Stöbere mal in meinem Thread: "Wohnmobil komplett nass"
oder in dem von Emil: "Rettet die Wohnmobile"


Martin

PittiC am 17 Aug 2015 18:44:03

Unser alter fendt hat leider auch einen kapitalen Feuchtigkeitsschaden gehabt. Einmal im vorderen AlkovenFenster und auch der komplette Heckbereich.

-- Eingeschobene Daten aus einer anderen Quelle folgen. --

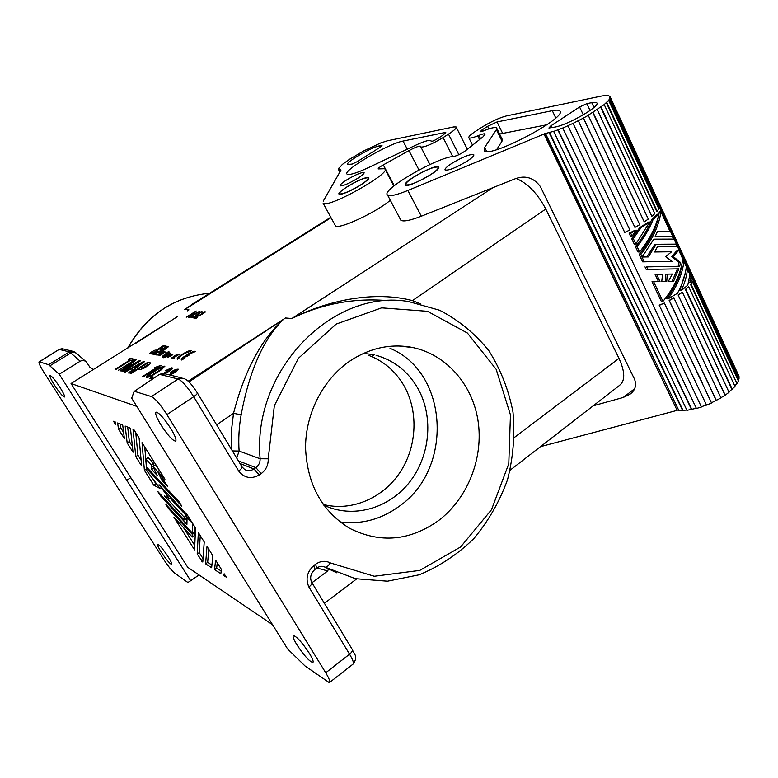 <?xml version="1.0" encoding="UTF-8"?>
<svg xmlns="http://www.w3.org/2000/svg" width="778" height="778" viewBox="0 0 778 778"><rect width="100%" height="100%" fill="white"/><g stroke="black" fill="none" stroke-linecap="round" stroke-linejoin="round"><path stroke-width="1.17" d="M516.125 178.444C527.669 183.287 537.559 193.479 545.777 209.029L618.996 358.347L514.452 437.401M619.064 385.684C625.308 381.395 625.288 372.283 618.996 358.347M226.242 577.13L224.152 573.775L223.889 575.603L226.242 577.13M135.81 456.657L141.635 465.896L139.097 437.956L133.884 429.641L132.999 429.271L135.81 456.657L137.949 455.208L141.119 460.245M135.751 432.626L137.949 455.208M127.174 442.954L133.038 452.261L130.441 428.221L125.161 426.052L127.174 442.954L129.333 441.505L132.406 446.397M127.689 427.093L129.333 441.505M192.39 533.095L165.86 504.339L168.554 508.608L192.351 534.428L192.254 537.063L173.922 517.127L194.578 549.9L195.541 528.097L187.42 515.124L159.052 484.723L169.429 498.572L164.401 495.849L184.192 517.166L184.162 519.976L157.739 491.453L160.453 495.751L186.915 524.362L187.051 517.506L192.098 522.933L192.72 523.934L192.39 533.095L194.529 531.588L194.733 526.803M184.162 519.976L186.302 518.469L186.36 515.649L184.192 517.166M187.051 517.506L188.344 516.592M185.504 519.033L186.983 520.618M160.453 495.751L161.231 495.216M170.051 498.144L186.36 515.649M169.429 498.572L170.975 497.502M183.443 527.484L194.772 545.485M192.254 537.063L194.364 535.575L194.471 532.92L192.351 534.428M193.751 532.133L194.471 532.92M168.554 508.608L169.312 508.083M178.921 501.557L146.517 466.965L145.885 459.03L151.35 464.816L151.661 469.504L157.185 475.387L152.935 466.508L157.73 471.585L161.96 480.464L167.591 486.464L159.334 473.287L164.936 479.229L142.024 442.643L144.387 470.262L153.781 485.171L160.044 488.487L146.828 470.846L146.643 468.56L181.76 506.089L178.921 501.557M159.334 473.287L160.657 472.392M161.96 480.464L163.273 479.569M157.73 471.585L159.422 470.427M152.935 466.508L155.153 465.001L157.73 467.714M151.661 469.504L153.704 468.113M151.35 464.816L153.567 463.318L153.723 465.964M145.885 459.03L148.092 457.542L153.567 463.318M146.643 468.56L147.48 467.996M153.781 485.171L155.901 483.721L156.845 484.217M144.387 470.262L146.692 469.095M152.867 478.917L155.901 483.721M144.776 447.029L146.517 468.813M113.5 421.258L115.669 424.691L115.29 421.987L113.5 421.258M118.47 429.145L124.383 438.52L122.71 425.041L117.643 422.96L118.47 429.145L120.648 427.706L123.634 432.451M120.162 423.991L120.648 427.706M221.409 569.399L215.613 560.141L214.563 569.613L220.845 573.658L221.409 569.399M217.276 562.795L216.654 568.105L214.563 569.613M216.654 568.105L221.195 571.003M197.204 554.072L202.795 562.047L204.225 541.965L198.341 532.57L197.204 554.072L199.256 552.613L203.039 558.623M200.257 535.624L199.256 552.613M224.852 574.903L223.889 575.603M207.006 546.409L205.596 563.846L211.645 567.736L212.851 555.735L207.006 546.409M208.796 549.258L207.658 562.377L205.596 563.846M202.893 560.685L201.842 561.434M207.658 562.377L211.908 565.081M136.802 406.388L71.041 383.525L187.722 567.279L272.563 624.753M130.811 477.643L126.765 480.289L190.668 580.699L199.042 574.942M39.085 361.828C38.511 362.752 40.174 366.341 44.093 372.594L163.895 559.732C168.165 566.228 171.656 570.605 174.369 572.88L187.167 581.993L188.12 582.352L190.668 580.699M125.229 372.088L131.044 368.937L133.077 369.453L128.428 372.944L129.177 373.139L144.63 361.566L143.794 361.371L124.499 371.903L125.229 372.088L141.178 363.394L135.119 368.023L133.417 367.605L135.382 368.471L141.44 363.832L141.178 363.394M39.056 361.848L59.206 349.38L39.386 361.838L48.586 364.697L59.235 374.228L126.765 480.289M161.163 551.962C166.152 559.44 169.633 563.583 171.607 564.41C172.191 563.933 171.024 561.366 168.106 556.717C162.884 548.908 159.364 544.756 157.555 544.25C157.156 544.931 158.362 547.508 161.163 551.962M59.916 387.269C63.436 392.909 64.944 396.148 64.438 396.994C62.775 396.605 59.478 392.696 54.557 385.275C51.027 379.635 49.51 376.377 50.006 375.492C51.649 375.862 54.956 379.79 59.916 387.269M136.374 366L144.241 361.848M71.041 383.525L172.152 319.982M59.235 374.228L80.192 361.225C82.487 360.068 84.578 360.34 86.484 362.042L90.053 367.449L93.691 369.657M193.275 303.517L184.756 309.518L188.947 309.868L187.342 310.879M48.586 364.697L69.339 351.899L70.769 352.959L73.735 352.094L76.332 353.193M176.907 354.34L171.637 357.977L177.112 354.69M195.891 301.874L184.756 309.518L331.039 217.684M168.544 353.222L162.709 357.345L169.974 353.494L165.646 355.663L168.651 353.397M73.667 351.491L69.339 351.899L59.206 349.38L63.446 349.001L72.354 351.179M176.635 354.36L176.47 354.885M188.918 381.94L285.487 317.988L188.14 381.21M149.561 378.565L150.465 378.808L153.237 377.029L152.323 376.795L149.561 378.565M191.466 317.57L195.735 316.16L201.988 311.57L198.964 312.474L197.797 313.174L200.393 312.241L199.927 312.999L194.111 316.636L192.905 316.792L193.868 315.518L191.466 317.57M205.178 311.745L202.241 312.756L201.58 313.515L203.943 312.639L202.708 313.612L193.703 317.978L196.173 318.231L197.437 317.434L195.618 317.249L202.552 314.059L205.266 311.91M162.602 356.149L169.779 352.094L168.233 351.802L162.602 356.149M134.38 359.251L130.393 358.347L128.302 359.669L129.916 360.039L115.115 369.404L115.805 369.589L130.626 360.204L132.27 360.584L134.38 359.251M121.232 371.028L136.16 362.966L122.788 371.446L123.449 371.621L140.701 360.671L139.739 360.457L124.354 368.762L136.374 359.699L135.44 359.485L118.402 370.279L132.279 362.062L120.58 370.853L121.232 371.028L132.542 362.49L132.279 362.062M147.47 375.531L146.079 377.019L146.575 377.777L151.729 375.823L161.707 369.56L164.78 366.117L160.151 367.411L149.22 374.15L147.47 375.531L147.742 375.998L158.099 369.103L162.514 367.566L160.482 369.667L151.438 375.336L148.861 376.309L148.501 375.803L152.838 372.429L160.433 367.868L164.829 366.526M163.351 345.665L156.611 350.032L156.018 350.732L156.592 350.859L151.282 353.873L152.517 354.116L157.846 351.102L153.762 354.369L156.592 354.943L159.169 353.718L168.651 346.599L167.27 346.356L159.101 352.492L158.206 352.317L166.356 346.191L163.351 345.665L165.938 346.502M165.335 352.162L163.263 352.813L161.873 354.476L160.317 355.108L161.211 354.107L159.626 355.565L165.228 351.967M191.125 350.557C188.587 349.828 175.546 357.87 177.355 359.057L179.465 357.802C181.157 355.147 184.376 353.163 189.112 351.851L191.213 350.703M174.787 356.995L179.786 353.99L172.308 358.113L173.698 358.395L174.544 357.861L173.513 357.656L174.787 356.995M195.336 351.296C192.74 350.557 179.601 358.668 181.439 359.883L184.036 358.765L185.854 355.993L187.284 356.266L189.326 354.953L187.887 354.69L195.424 351.452M164.946 373.761L170.761 370.279L172.434 368.646L171.996 367.741L165.131 370.775L169.225 369.317L170.09 369.317L169.954 369.89L163.176 373.479M158.206 375.2L154.258 377.865M170.09 375.074L176.441 371.592L178.143 369.132L175.828 369.414L171.607 371.495L170.683 372.088L171.568 372.302L174.846 370.61L175.731 370.61L175.604 371.194L168.982 374.811M150.893 352.405L155.172 350.051L150.524 352.502L149.571 353.523L151.214 352.93L152.41 352.249L150.426 353.056L150.893 352.405M150.407 363.627L150.28 362.84L147.791 362.276L130.257 373.43L131.005 373.635L138.056 369.142L140.507 369.56L144.368 367.975L150.407 363.627M157.068 366.701L154.083 367.955L155.493 368.295L142.403 376.659L143.133 376.853L161.192 365.3L157.068 366.701L157.341 367.158L159.879 366.146M172.249 355.031L173.008 354.078L170.907 354.768L167.834 357.209L170.285 356.314L168.69 356.684L169.847 355.663L170.975 355.886L172.249 355.031M194.374 312.416L188.218 317.424L197.029 312.659L189.764 317.58L199.732 311.288L189.988 316.14L196.144 310.976L186.243 317.22L194.549 312.717M168.087 356.149L171.014 354.107L170.382 353.572L163.788 357.773L168.087 356.149M158.109 355.254L164.304 351.792L158.8 354.807L163.273 351.598L158.109 355.254M148.083 364.425L143.162 367.877L140.254 367.751L146.381 363.841L148.355 364.872L145.797 367.128M170.946 354.982L172.171 354.671L171.335 355.41L170.508 355.245L170.946 354.982M167.289 355.779L170.304 354.243L167.289 355.779M159.227 348.933L160.978 347.62L162.407 347.883L160.657 349.205L159.227 348.933L160.91 349.633L162.407 347.883M195.618 317.249L196.902 317.774M194.49 318.056L195.434 316.957M203.836 312.532L205.168 312.143L204.896 311.725M168.087 352.512L169.303 352.405M115.766 369.579L130.169 360.467L129.916 360.039M128.973 359.825L130.646 358.765L133.952 359.514M132.289 362.071L135.994 359.981M124.354 368.762L124.616 369.19L140.264 360.953M146.313 377.7L147.742 375.998M148.345 376.173L149.143 376.776L153.013 375.103L161.746 369.365L162.514 367.566M158.206 352.317L159.364 352.93L168.223 346.91M152.031 354.019L156.855 351.286L156.592 350.859M156.436 350.829L163.613 346.093M154.423 354.505L158.333 351.578L158.07 351.141M177.52 359.164L181.566 355.332M186.205 352.658L190.717 351.024M173.513 357.656L174.068 358.172M173.056 358.269L173.669 357.919M179.028 354.69L179.514 354.496M181.605 359.99L185.816 356.023M185.864 355.993L187.906 354.719M190.221 353.484L194.928 351.773M187.887 354.69L188.83 355.274M171.996 367.741L172.57 368.276M164.051 373.566L169.089 371.3L170.46 370.007L170.09 369.317M165.86 370.95L172.269 368.208M169.876 375.025L174.739 372.633L176.11 371.32L175.731 370.61M171.423 372.263L176.11 369.89L178.25 369.569M130.937 373.615L148.053 362.713L150.28 362.84M140.254 367.751L142.637 368.519L145.389 367.362M143.103 376.853L155.765 368.743L155.493 368.295M154.803 368.13L157.341 367.158M172.23 354.729L172.804 354.535M170.508 355.245L171.16 355.77M189.219 316.879L190.046 316.257M194.471 312.591L195.93 311.677M197.126 312.824L198.225 312.241M166.385 356.742L166.9 356.412M170.168 353.941L170.946 354.175M129.06 373.109L133.339 369.89L133.077 369.453M314.934 569.418C310.694 573.483 309.625 577.772 311.706 582.284C312.309 583.461 311.365 585.037 308.895 587.001L349.575 654.191L325.729 672.766C329.327 678.766 330.514 682.053 329.298 682.637L305.025 665.949L287.568 648.881L131.696 398.171L134.127 391.46L159.13 374.588M328.433 568.99L327.723 570.935L316.85 567.989M285.487 317.988L291.876 318.523C328.326 299.87 375.103 290.729 412.447 300.619L420.198 303.721M325.729 672.766L166.91 414.616C160.472 404.599 155.318 398.589 151.457 396.595L134.895 391.46M236.707 458.077L239.109 451.065L232.389 450.929M492.941 187.663L291.876 318.523C322.141 303.624 354.505 297.692 388.981 300.716M283.591 319.243C261.262 339.344 244.574 370.698 233.526 413.322L241.151 414.81C249.466 370.445 263.625 338.576 283.63 319.223M134.108 391.47L159.013 374.656M231.29 449.11L231.358 431.197L233.526 413.322L216.624 424.827M239.984 463.494L253.978 468.969C250.915 470.953 247.842 471.157 244.739 469.572L242.065 466.946M165.432 373.936L160.015 374.5L178.133 379.012L151.457 396.595M197.379 392.948L241.939 466.732C242.376 467.666 241.287 469.085 238.671 471.001C244.282 478.052 251.148 479.384 259.259 474.988L253.978 468.969L255.874 467.646C258.802 465.419 260.222 462.453 260.115 458.757L268.225 458.806C268.4 464.981 266.047 469.931 261.155 473.656L259.259 474.988M238.671 471.001L193.703 396.731C187.362 386.763 182.169 380.85 178.133 379.012L183.764 378.419M309.372 653.345C312.571 658.655 313.738 661.699 312.863 662.477C309.45 661.553 304.14 655.679 296.953 644.845C293.666 639.428 292.499 636.346 293.442 635.607C296.875 636.599 302.185 642.511 309.372 653.345M170.81 428.561C164.1 418.272 159.208 412.797 156.135 412.155C154.88 413.244 156.475 417.485 160.92 424.885C167.863 435.486 172.794 440.893 175.692 441.097C176.645 439.774 175.021 435.592 170.81 428.561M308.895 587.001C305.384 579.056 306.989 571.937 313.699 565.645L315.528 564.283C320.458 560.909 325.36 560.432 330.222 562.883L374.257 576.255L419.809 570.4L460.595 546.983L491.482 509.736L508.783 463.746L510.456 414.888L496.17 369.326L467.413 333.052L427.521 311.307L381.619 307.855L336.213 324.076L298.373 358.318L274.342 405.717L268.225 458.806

catsus am 18 Aug 2015 22:50:23

Hallo
Auch ich kann da nur raten: Finger weg!
Näheres dazu kannst du in meinem Thread "Torfstecherei - Ich brauche Rat"
nachlesen.

Gast am 18 Aug 2015 23:16:19

Fendt ist dafür bekannt gerne einmal Feuchtigkeit rein zu lassen . (Es gibt natürlich auch welche die dicht halten)
Schau mal .....das sagt eigentlich alles ,oder du hast Zeit und Muße .....
--> Link

emil77b am 19 Aug 2015 14:01:56

Hallo Lissieleo,

denk Das Fzg. von Martin1959 kommt näher an Deins ran. Lies seine Womo-Geschichte.

Emil

bernie8 am 19 Aug 2015 14:58:37

Hallo,

wir hatten auch einen Fendt in der Familie.
Gleiche Geschichte, hinten nass. Ich war damals
als ""Berater" beim Kauf dabei. Das war so leicht
nicht zu erkennen. Ich würde die Finger davon lassen.